En el Hospital Provincial Docente Clinicoquirúrgico "Saturnino Lora Torres" de Santiago de Cuba, en el primer semestre del 2013 se realizó hemodiálisis a 96 pacientes con insuficiencia renal crónica, en el segundo semestre a 92 y en el primer semestre de 2014 a 94; por lo que es evidente que se trata de una enfermedad cuyo número de casos va en ascenso. Al respecto, se dispone de muy poca información publicada acerca de la frecuencia de la disfunción diastólica en los pacientes con hemodiálisis; sin embargo, se sabe que el diagnóstico precoz y el tratamiento oportuno retardan la progresión hacia la insuficiencia cardíaca y la muerte.

Al revisar la bibliografía nacional sobre el tema, no se halló estudio alguno que abordara la disfunción diastólica en la evolución clínica de los pacientes con insuficiencia renal crónica bajo tratamiento hemodialítico.

En este estudio se buscó identificar algunos indicadores cardíacos que permiten realizar el diagnóstico acertado de la disfunción diastólica, que como se sabe disminuye la calidad de vida de estos pacientes y ensombrece a largo plazo su pronóstico evolutivo.
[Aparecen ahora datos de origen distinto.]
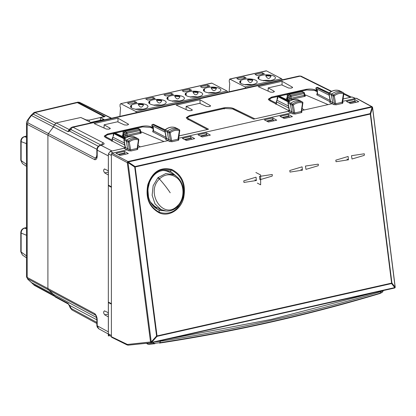 <?xml version="1.0" encoding="UTF-8"?>
<svg xmlns="http://www.w3.org/2000/svg" width="416" height="416" viewBox="0 0 416 416"><rect width="100%" height="100%" fill="white"/><g stroke="black" fill="none" stroke-linecap="round" stroke-linejoin="round"><path stroke-width="0.62" d="M96.543 317.517L53.446 294.356L55.214 296.962M96.871 149.302L53.446 126.885L48.438 133.598L27.737 122.756A2.184 1.726 117.6 0 0 27.201 124.327L26.504 123.193L26.504 276.942L28.194 279.63L31.439 282.526L53.446 294.356L48.438 289.858L47.902 288.527L47.902 135.164L47.902 288.527L48.438 289.858L53.446 294.356L54.408 295.781L33.337 284.414L31.554 282.698L33.337 284.414M76.705 102.45L77.896 102.502L105.201 116.558L100.443 117.624L103.99 119.449L90.792 122.424L80.829 117.489L56.248 122.918L54.501 124.722L53.446 126.885L48.438 133.598L47.902 135.164L94.848 159.744C96.512 159.702 97.292 158.194 97.198 155.225A2.184 0.749 180 0 1 96.85 154.82L96.361 157.602L95.384 158.174A2.184 1.726 117.6 0 0 94.848 159.744M68.624 304.013L67.73 303.191L69.462 305.308L69.3 305.781L70.231 307.892A2.184 0.692 156.2 0 0 70.236 307.902L72.01 309.962L96.85 323.497M104.312 310.882L104.702 310.955C103.277 311.496 103.277 312.79 104.702 314.834L108.332 316.872L108.373 332.441M104.312 168.969L104.702 169.042C103.277 169.582 103.277 170.877 104.702 172.926L108.332 174.959L108.332 185.624L111.394 187.304L111.394 303.602L108.332 302.104L108.332 312.77L104.702 310.955M108.373 155.267L108.332 170.856L104.702 169.042M70.569 128.066L68.9 129.974L68.624 131.534L67.73 131.544L54.501 124.722M68.624 131.534L69.462 131.009L69.618 129.21M56.248 122.918L69.451 129.678L67.704 131.534M100.443 117.624L100.443 120.25M207.392 135.782L207.022 134.826L206.487 134.545L200.231 135.954M125.351 154.242L124.982 153.291L124.446 153.01L118.191 154.414M124.894 148.06L111.436 151.133M109.013 185.468L108.332 185.624L108.332 302.104M95.68 315.292L95.571 315.162C95.659 314.179 97.172 319.504 96.85 320.299L97.198 320.705L97.198 325.775L108.332 331.843M342.95 98.987L350.802 97.266M348.629 102.56L354.89 101.15L355.425 101.431L349.175 102.84M355.425 101.431L355.789 102.388M273.749 120.848L273.385 119.896L272.849 119.61L266.588 121.02M289.427 117.322L289.063 116.366L288.527 116.085L282.272 117.494M292.375 87.75L292.375 87.157L282.012 81.271L282.116 85.098M282.012 81.271L258.196 86.632L270.348 92.113L272.714 92.248L273.593 92.05L274.144 91.26L274.383 91.556M273.385 119.896L267.134 121.3M254.821 118.867L288.974 111.134M210.335 106.21L210.335 105.622L199.971 99.736L200.08 103.558M199.971 99.736L176.155 105.097L188.313 110.578L190.679 110.708L191.552 110.51L192.104 109.725L192.343 110.016M207.022 134.826L200.772 136.235M207.418 129.532L178.87 135.912M128.294 124.675L128.294 124.082L117.931 118.196L118.04 122.023M117.931 118.196L94.115 123.557L106.272 129.038L108.638 129.173L109.517 128.976L110.063 128.185L110.302 128.482M191.708 139.313L191.344 138.356L190.809 138.076L184.553 139.485M124.982 153.291L118.732 154.695M141.445 127.098L141.445 126.386L107.531 134.014L104.192 136.11L105.342 137.436L125.185 147.846M141.445 126.386C145.392 125.663 148.793 125.876 151.653 127.015L153.098 127.717M189.571 116.288L189.571 115.554L186.233 117.645L187.382 118.971L207.418 129.485M189.571 115.554L223.486 107.921C227.432 107.203 230.833 107.411 233.693 108.55L254.821 118.82M271.612 97.828L271.612 97.089L268.268 99.185L269.422 100.511L289.458 111.025M271.612 97.089L305.526 89.461C309.473 88.738 312.874 88.951 315.728 90.09L317.179 90.792M186.066 109.564L186.16 106.35L199.571 103.329L206.544 106.475L208.91 106.605L209.784 106.408L210.335 105.622L210.574 105.914M186.16 106.35L192.104 109.725L192.104 110.313M104.031 128.029L104.12 124.81L117.53 121.794L124.504 124.935L126.87 125.07L127.748 124.873L128.294 124.082L128.534 124.379M104.12 124.81L110.063 128.185L110.063 128.778M268.107 91.104L268.2 87.885L281.611 84.869L288.579 88.01L290.945 88.145L291.824 87.948L292.375 87.157L292.609 87.454M268.2 87.885L274.144 91.26L274.144 91.853M289.063 116.366L282.812 117.77M191.344 138.356L185.094 139.76M26.504 165.974L26.395 164.346L20.8 160.3L22.412 163.535L21.138 160.701L21.138 141.601A2.184 0.749 0 0 1 20.8 141.206A2.184 0.749 0 0 1 20.8 141.185M26.504 137.358L24.268 136.614L26.504 136.084M26.504 136.204L24.658 136.646C22.459 137.4 21.289 139.053 21.138 141.601L26.395 143.64L26.504 141.445M99.84 120.338L100.443 120.058M76.378 102.487L77.35 102.627L103.589 116.35L102.606 116.979L89.263 120.115L86.247 119.943L81.068 117.603M96.736 156.348L95.384 158.174L48.438 133.598L47.902 135.164L27.201 124.327L27.201 277.43L94.848 313.695C96.512 315.5 97.292 317.834 97.198 320.705M32.011 115.341L31.788 115.003L33.337 114.187L54.408 125.034L53.446 126.885L31.439 115.523L28.356 119.725L27.893 119.605C26.759 121.524 26.296 122.72 26.504 123.193M26.504 255.892A0.874 0.296 0 0 0 26.395 255.809L20.8 251.763L22.412 254.998L21.138 252.164L21.138 233.064A2.184 0.749 0 0 1 20.8 232.669A2.184 0.749 0 0 1 20.8 232.648M26.504 228.821L24.268 228.077L26.504 227.547M26.504 227.666L24.658 228.108C22.459 228.862 21.289 230.516 21.138 233.064L26.53 235.29M31.788 115.003L31.439 115.523A2.184 0.281 -143.7 0 0 30.982 115.398L34.096 112.455L34.996 112.575L56.098 123.365M26.504 276.942L27.201 277.43A2.184 1.721 118.2 0 0 27.737 278.762L95.384 315.026A2.184 1.721 -61.8 0 1 94.848 313.695M26.504 232.908L26.504 257.436M26.504 143.723A0.874 0.296 0 0 0 26.395 143.64L26.53 164.533M395.065 286.941L394.789 287.596L391.596 283.556A0.874 0.452 -102.7 0 0 391.612 283.14L370.313 114.062L135.164 166.977L157.035 335.93L156.588 336.003L151.263 341.962L128.045 162.604L128.305 161.949L372.003 107.104L372.502 107.593L370.625 113.968L391.924 283.041L391.596 283.556L157.019 336.346A0.874 0.452 -102.7 0 0 157.035 335.93L391.924 283.041L395.112 287.087L372.502 107.593M372.46 107.24A0.874 0.27 156.4 0 0 372.46 107.151A0.874 0.27 156.4 0 0 372.003 107.104A0.874 0.452 77.3 0 0 371.665 106.683L127.967 161.528L127.239 162.51A0.874 0.265 -24.2 0 1 128.305 161.949A0.874 0.452 77.3 0 0 127.967 161.528L112.122 153.213A0.874 0.681 117.7 0 0 111.394 154.196L111.394 336.71L127.426 344.464L150.519 341.978L127.301 162.656L128.045 162.604L134.716 167.06L135.039 166.546A0.874 0.452 -102.7 0 1 135.164 166.977L134.716 167.06L156.588 336.003L157.019 336.346L151.7 342.3A0.874 0.494 -167.8 0 1 150.519 341.978L151.263 341.962L151.679 342.389A0.874 0.494 -167.8 0 1 150.498 342.066L151.315 342.768A0.874 0.874 0 0 0 151.414 342.748A0.874 0.452 -102.7 0 0 151.679 342.389L394.789 287.596A0.874 0.499 11.9 0 0 395.184 287.284A0.874 0.499 11.9 0 0 395.153 287.066M372.46 107.484A0.874 0.27 156.4 0 0 372.528 107.297A0.874 0.27 156.4 0 0 372.065 107.25L370.193 113.625L370.625 113.968L370.313 114.062A0.874 0.452 -102.7 0 0 370.193 113.625L135.039 166.546L128.372 162.094A0.874 0.265 -24.2 0 0 127.301 162.656L111.394 154.196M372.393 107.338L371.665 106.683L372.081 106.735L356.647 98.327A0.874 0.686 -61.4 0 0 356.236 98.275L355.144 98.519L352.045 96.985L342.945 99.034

De esta forma se contribuye a la disminución de posibles complicaciones cardiovasculares, y con ello se logra una mejor calidad de vida de los afectados.

 

MÉTODOS

Se realizó una investigación descriptiva y transversal de pacientes con insuficiencia renal crónica, dependientes del tratamiento hemodialítico, atendidos en el Servicio de Hemodiálisis del Hospital Provincial Docente Clinicoquirúrgico "Saturnino Lora Torres" de Santiago de Cuba, de mayo de 2013 a igual mes de 2014, con vistas a identificar la disfunción diastólica en ellos y sus características electrocardiográficas.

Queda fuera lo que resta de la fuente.